High-Speed Nanometric Tracking of Myosin 5 with Interferometric Scattering Microscopy

Abstract

Myosin 5 is a molecular motor that moves along actin filaments by taking 74 nm steps. Although its enzymatic cycle is well understood, there is inconclusive and conflicting information on the motion that describes individual steps. Studies aimed at revealing the stepping mechanism have either reported periods of increased flexibility or proposed partitioning of the step into one or multiple sub-events. All resulting models involve a forward aiming power stroke followed by a Brownian search of the unbound head. We used interferometric scattering microscopy (iSCAT) to track the head of myosin 5 with simultaneous nanometer spatial and millisecond temporal precision. We observed a single, spatially constrained transient state of the detached head. Within individual traces, the position of the transient always occurred on the same side of actin filament but the sidedness could change when myosin molecule switched tracks. Simultaneous tracking of both heads revealed that myosin moves in a “spinning” hand-over-hand fashion, where both heads follow the same path and where torsional strain plays an important role.
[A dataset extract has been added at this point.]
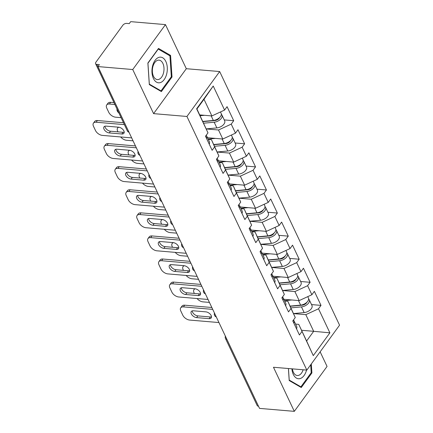 <?xml version="1.0" encoding="UTF-8"?>
<svg xmlns="http://www.w3.org/2000/svg" width="433" height="433" viewBox="0 0 433 433"><rect width="100%" height="100%" fill="white"/><g stroke="black" fill="none" stroke-linecap="round" stroke-linejoin="round"><path stroke-width="0.65" d="M165.471 24.611L132.736 69.534L153.585 113.63L186.314 68.706L165.471 24.611L130.685 21.65L129.256 23.615L126.712 23.398A2.971 1.672 -25.3 0 0 122.902 25.157L95.893 62.222A2.971 1.672 -25.3 0 0 95.59 63.694A2.971 1.672 -25.3 0 0 96.84 64.393L99.384 64.609L97.95 66.574L259.529 408.389L294.316 411.35L327.05 366.426L320.144 351.823M186.314 68.706L219.672 71.548L339.564 325.172L306.829 370.096L186.937 116.472L219.672 71.548M199.737 114.902L211.872 115.936L204.003 99.287L213.22 86.021L196.614 108.807L207.981 132.855L205.496 136.26L212.143 150.316L214.622 146.911L211.456 139.686L208.284 139.415M213.22 86.021L224.586 110.063L227.065 106.659L233.712 120.715L224.24 119.909M206.265 128.953L218.513 129.992L231.227 124.119L233.712 120.715M231.227 124.119L235.498 133.148L237.977 129.743L244.623 143.799L235.151 142.993M217.177 152.032L229.425 153.076L242.139 147.204L244.623 143.799M242.139 147.204L246.409 156.232L248.888 152.827L255.535 166.884L246.063 166.077M228.088 175.116L240.337 176.161L253.051 170.288L255.535 166.884M253.051 170.288L257.321 179.316L259.8 175.912L266.447 189.968L256.975 189.161M239 198.2L251.248 199.245L263.962 193.372L266.447 189.968M263.962 193.372L268.233 202.4L270.712 198.996L277.358 213.052L267.886 212.246M249.911 221.285L262.16 222.329L274.874 216.457L277.358 213.052M274.874 216.457L279.144 225.485L281.623 222.08L288.27 236.137L278.798 235.33M260.823 244.369L273.071 245.414L285.785 239.541L288.27 236.137M285.785 239.541L290.056 248.569L292.535 245.159L299.181 259.221L289.709 258.414M271.735 267.453L283.983 268.498L296.697 262.625L299.181 259.221M296.697 262.625L300.967 271.648L303.446 268.244L310.093 282.3L300.621 281.493M282.646 290.538L294.895 291.577L307.609 285.71L310.093 282.3M307.609 285.71L311.879 294.732L314.358 291.328L321.005 305.384L311.533 304.578M293.558 313.622L305.806 314.661L318.52 308.789L321.005 305.384M318.52 308.789L329.886 332.836L313.281 355.623L298.748 324.355L295.577 324.084M214.622 146.911L218.892 155.934L216.408 159.344L223.055 173.4L225.533 169.996L229.804 179.018L227.32 182.423L233.966 196.485L236.445 193.075L240.716 202.103L238.231 205.507L244.878 219.569L247.357 216.159L251.627 225.187L249.143 228.592L255.789 242.648L258.268 239.243L262.539 248.271L260.054 251.676L266.701 265.732L269.18 262.328L273.45 271.356L270.966 274.76L277.613 288.816L280.091 285.412L284.362 294.44L281.878 297.844L288.524 311.901L291.003 308.496L295.274 317.524L292.789 320.929L299.436 334.985L301.915 331.581M207.483 137.716L222.784 139.02L218.513 129.992M211.456 139.686L218.892 155.934M222.784 139.02L235.498 133.148M218.394 160.8L233.696 162.104L229.425 153.076M225.533 169.996L222.367 162.77L219.195 162.499M222.367 162.77L229.804 179.018M233.696 162.104L246.409 156.232M229.306 183.884L244.607 185.189L240.337 176.161M236.445 193.075L233.279 185.854L230.107 185.584M233.279 185.854L240.716 202.103M244.607 185.189L257.321 179.316M240.218 206.969L255.519 208.273L251.248 199.245M247.357 216.159L244.19 208.939L241.019 208.668M244.19 208.939L251.627 225.187M255.519 208.273L268.233 202.4M251.129 230.053L266.43 231.357L262.16 222.329M258.268 239.243L255.102 232.018L251.93 231.752M255.102 232.018L262.539 248.271M266.43 231.357L279.144 225.485M262.041 253.137L277.342 254.436L273.071 245.414M269.18 262.328L266.014 255.102L262.842 254.831M266.014 255.102L273.45 271.356M277.342 254.436L290.056 248.569M272.952 276.222L288.254 277.521L283.983 268.498M280.091 285.412L276.925 278.186L273.753 277.916M276.925 278.186L284.362 294.44M288.254 277.521L300.967 271.648M283.864 299.3L299.165 300.605L294.895 291.577M291.003 308.496L287.837 301.271L284.665 301M287.837 301.271L295.274 317.524M299.165 300.605L311.879 294.732M226.816 339.18L258.501 406.214M258.42 406.208A2.971 1.672 154.7 0 1 257.164 405.51L225.479 338.482A2.971 1.672 154.7 0 0 226.73 339.174A2.971 1.764 -85.1 0 1 226.513 338.541M301.547 330.276L313.676 331.31L305.806 314.661M298.748 324.355L306.613 341.004L313.676 331.31L329.886 332.836M313.281 355.623L306.613 341.004M132.736 69.534L97.95 66.574M153.585 113.63L186.937 116.472M306.829 370.096L273.472 367.254L294.316 411.35M204.003 99.287L196.939 108.981L207.981 132.855M211.872 115.936L224.586 110.063M196.614 108.807L196.939 108.981M288.405 368.526L289.206 380.547L301.271 387.53L311.906 372.937L311.311 363.942M172.015 76.993L170.58 55.413L158.516 48.431L147.88 63.029L149.315 84.603L161.379 91.585L172.015 76.993L171.192 76.922M311.089 372.867L311.906 372.937M168.957 55.278L170.58 55.413M293.834 323.142A6.538 3.68 -25.3 0 0 293.996 320.739A6.538 3.68 -25.3 0 0 293.45 320.025M296.529 328.836A6.538 3.68 -25.3 0 0 296.686 326.439L293.996 320.739M211.504 316.869A4.557 2.62 36.1 0 1 210.362 316.967L197.816 315.895A4.557 2.62 36.1 0 1 192.214 310.889M183.435 306.894A5.943 3.415 -143.9 0 0 180.729 307.836L181.974 306.131A5.943 3.415 36.1 0 1 184.674 305.189L183.435 306.894L212.733 309.389M211.84 307.506L184.674 305.189M292.995 321.367A6.538 3.68 -25.3 0 0 293.352 320.16M218.957 322.558L189.659 320.063A5.943 3.415 -143.9 0 1 182.796 315.219L180.767 310.926A5.943 3.415 -143.9 0 1 180.729 307.836M193.356 310.791L205.908 311.863A4.557 2.62 36.1 0 1 210.314 314.293A4.557 2.62 36.1 0 1 211.196 317.946A4.557 2.62 36.1 0 1 209.123 318.666L196.577 317.6A4.557 2.62 36.1 0 1 192.171 315.17A4.557 2.62 36.1 0 1 191.283 311.511A4.557 2.62 36.1 0 1 193.356 310.791M302.342 305.178L301.038 305.07M307.771 296.632L308.426 298.012A6.538 3.68 154.7 0 1 306.721 302.391A6.538 3.68 154.7 0 1 300.626 305.113L290.11 306.088M291.831 299.982L284.503 300.659M195.24 288.806A5.943 3.415 -143.9 0 0 193.995 289.628A5.943 3.415 -143.9 0 0 194.033 292.724L194.379 293.45M197.053 298.537A5.943 3.415 -143.9 0 0 202.925 301.861L209.437 302.413M308.632 298.997A6.538 3.68 154.7 0 1 309.265 299.788A6.538 3.68 154.7 0 1 307.56 304.166A6.538 3.68 154.7 0 1 301.465 306.889L290.949 307.863M309.265 299.788L311.96 305.481A6.538 3.68 154.7 0 1 310.255 309.866A6.538 3.68 154.7 0 1 304.155 312.588L293.536 313.568M290.213 306.299L302.212 305.195A3.962 2.23 -25.3 0 0 306.889 302.239M291.902 368.824A12.876 7.642 94.9 0 0 293.32 374.437A12.876 7.642 94.9 0 0 306.542 370.069M292.405 368.867A9.748 5.786 94.9 0 0 293.379 372.25A9.748 5.786 94.9 0 0 297.249 375.514A9.748 5.786 94.9 0 0 303.149 369.782M310.688 364.797L311.213 372.694L300.908 386.831L289.217 380.066L288.454 368.532M299.923 386.745L300.908 386.831M152.589 65.908A12.876 7.642 94.9 0 0 156.529 82.162A12.876 7.642 94.9 0 0 166.667 74.054A12.876 7.642 94.9 0 0 162.727 57.8A12.876 7.642 94.9 0 0 152.589 65.908M152.854 66.774A9.748 5.786 94.9 0 0 157.352 79.569A9.748 5.786 94.9 0 0 163.512 72.944A9.748 5.786 94.9 0 0 159.008 60.144A9.748 5.786 94.9 0 0 152.854 66.774M169.931 55.841L171.322 76.749L161.016 90.887L149.325 84.121L147.94 63.218L158.24 49.075L169.931 55.841M160.026 90.806L161.016 90.887M282.922 300.058A6.538 3.68 -25.3 0 0 283.085 297.655A6.538 3.68 -25.3 0 0 282.538 296.941M285.618 305.752A6.538 3.68 -25.3 0 0 285.775 303.354L283.085 297.655M200.593 293.785A4.557 2.62 36.1 0 1 199.451 293.883L186.904 292.811A4.557 2.62 36.1 0 1 181.303 287.804M172.523 283.81A5.943 3.415 -143.9 0 0 169.817 284.752L171.062 283.047A5.943 3.415 36.1 0 1 173.763 282.11L172.523 283.81L201.821 286.305M200.928 284.421L173.763 282.11M282.083 298.283A6.538 3.68 -25.3 0 0 282.44 297.076M208.046 299.474L178.748 296.978A5.943 3.415 -143.9 0 1 171.885 292.134L169.855 287.842A5.943 3.415 -143.9 0 1 169.817 284.752M182.445 287.707L194.996 288.779A4.557 2.62 36.1 0 1 199.402 291.209A4.557 2.62 36.1 0 1 200.284 294.862A4.557 2.62 36.1 0 1 198.211 295.582L185.665 294.516A4.557 2.62 36.1 0 1 181.259 292.086A4.557 2.62 36.1 0 1 180.372 288.427A4.557 2.62 36.1 0 1 182.445 287.707M272.011 276.974A6.538 3.68 -25.3 0 0 272.173 274.576A6.538 3.68 -25.3 0 0 271.626 273.856M274.706 282.668A6.538 3.68 -25.3 0 0 274.863 280.27L272.173 274.576M189.681 270.701A4.557 2.62 36.1 0 1 188.539 270.798L175.993 269.727A4.557 2.62 36.1 0 1 170.391 264.72M161.612 260.726A5.943 3.415 -143.9 0 0 158.906 261.667L160.15 259.962A5.943 3.415 36.1 0 1 162.851 259.026L161.612 260.726L190.91 263.221M190.017 261.337L162.851 259.026M271.172 275.199A6.538 3.68 -25.3 0 0 271.529 273.992M197.134 276.389L167.836 273.894A5.943 3.415 -143.9 0 1 160.973 269.05L158.943 264.758A5.943 3.415 -143.9 0 1 158.906 261.667M171.533 264.623L184.085 265.694A4.557 2.62 36.1 0 1 188.49 268.124A4.557 2.62 36.1 0 1 189.373 271.778A4.557 2.62 36.1 0 1 187.3 272.498L174.753 271.431A4.557 2.62 36.1 0 1 170.348 269.001A4.557 2.62 36.1 0 1 169.46 265.348A4.557 2.62 36.1 0 1 171.533 264.623M261.099 253.89A6.538 3.68 -25.3 0 0 261.261 251.492A6.538 3.68 -25.3 0 0 260.715 250.772M263.794 259.584A6.538 3.68 -25.3 0 0 263.951 257.186L261.261 251.492M178.769 247.616A4.557 2.62 36.1 0 1 177.627 247.714L165.081 246.648A4.557 2.62 36.1 0 1 159.479 241.636M150.7 237.641A5.943 3.415 -143.9 0 0 147.994 238.583L149.239 236.878A5.943 3.415 36.1 0 1 151.94 235.942L150.7 237.641L179.998 240.136M179.105 238.253L151.94 235.942M260.26 252.114A6.538 3.68 -25.3 0 0 260.617 250.907M186.222 253.305L156.925 250.81A5.943 3.415 -143.9 0 1 150.062 245.966L148.032 241.679A5.943 3.415 -143.9 0 1 147.994 238.583M160.621 241.544L173.173 242.61A4.557 2.62 36.1 0 1 177.579 245.04A4.557 2.62 36.1 0 1 178.461 248.694A4.557 2.62 36.1 0 1 176.388 249.419L163.842 248.347A4.557 2.62 36.1 0 1 159.436 245.917A4.557 2.62 36.1 0 1 158.548 242.264A4.557 2.62 36.1 0 1 160.621 241.544M250.187 230.805A6.538 3.68 -25.3 0 0 250.35 228.407A6.538 3.68 -25.3 0 0 249.803 227.693M252.883 236.505A6.538 3.68 -25.3 0 0 253.04 234.101L250.35 228.407M167.858 224.532A4.557 2.62 36.1 0 1 166.716 224.63L154.17 223.563A4.557 2.62 36.1 0 1 148.568 218.551M139.789 214.557A5.943 3.415 -143.9 0 0 137.082 215.499L138.327 213.799A5.943 3.415 36.1 0 1 141.028 212.857L139.789 214.557L169.087 217.052M168.193 215.169L141.028 212.857M249.348 229.03A6.538 3.68 -25.3 0 0 249.706 227.823M175.311 230.226L146.013 227.731A5.943 3.415 -143.9 0 1 139.15 222.881L137.12 218.595A5.943 3.415 -143.9 0 1 137.082 215.499M149.71 218.459L162.261 219.526A4.557 2.62 36.1 0 1 166.667 221.956A4.557 2.62 36.1 0 1 167.549 225.615A4.557 2.62 36.1 0 1 165.476 226.335L152.93 225.263A4.557 2.62 36.1 0 1 148.524 222.833A4.557 2.62 36.1 0 1 147.637 219.179A4.557 2.62 36.1 0 1 149.71 218.459M239.276 207.721A6.538 3.68 -25.3 0 0 239.438 205.323A6.538 3.68 -25.3 0 0 238.892 204.609M241.971 213.42A6.538 3.68 -25.3 0 0 242.128 211.017L239.438 205.323M156.946 201.453A4.557 2.62 36.1 0 1 155.804 201.545L143.258 200.479A4.557 2.62 36.1 0 1 137.656 195.467M128.877 191.478A5.943 3.415 -143.9 0 0 126.171 192.414L127.416 190.715A5.943 3.415 36.1 0 1 130.117 189.773L128.877 191.478L158.175 193.973M157.282 192.084L130.117 189.773M238.437 205.946A6.538 3.68 -25.3 0 0 238.794 204.739M164.399 207.142L135.101 204.647A5.943 3.415 -143.9 0 1 128.238 199.802L126.209 195.51A5.943 3.415 -143.9 0 1 126.171 192.414M138.798 195.375L151.35 196.441A4.557 2.62 36.1 0 1 155.756 198.871A4.557 2.62 36.1 0 1 156.638 202.53A4.557 2.62 36.1 0 1 154.565 203.25L142.019 202.179A4.557 2.62 36.1 0 1 137.613 199.748A4.557 2.62 36.1 0 1 136.725 196.095A4.557 2.62 36.1 0 1 138.798 195.375M291.431 282.094L290.126 281.986M296.859 273.548L297.514 274.928A6.538 3.68 154.7 0 1 295.809 279.307A6.538 3.68 154.7 0 1 289.715 282.035L279.198 283.003M280.92 276.898L273.591 277.575M184.328 265.721A5.943 3.415 -143.9 0 0 183.083 266.544A5.943 3.415 -143.9 0 0 183.121 269.64L183.468 270.365M186.141 275.453A5.943 3.415 -143.9 0 0 192.014 278.776L198.525 279.328M297.72 275.918A6.538 3.68 154.7 0 1 298.353 276.703A6.538 3.68 154.7 0 1 296.648 281.087A6.538 3.68 154.7 0 1 290.554 283.81L280.037 284.779M298.353 276.703L301.049 282.397A6.538 3.68 154.7 0 1 299.344 286.781A6.538 3.68 154.7 0 1 293.244 289.504L282.625 290.483M279.301 283.214L291.301 282.11A3.962 2.23 -25.3 0 0 295.977 279.155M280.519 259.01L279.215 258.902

We also show that, in contradiction to the Brownian search hypothesis, the detached head reaches the desired binding site in a highly controlled manner. Improving the spatial precision to the sub-nm regime revealed a structural transition in the motor domain associated with the power stroke in the leading head, which may correspond to strain release. Taken together, our results demonstrate how the motor structure tightly controls its movement.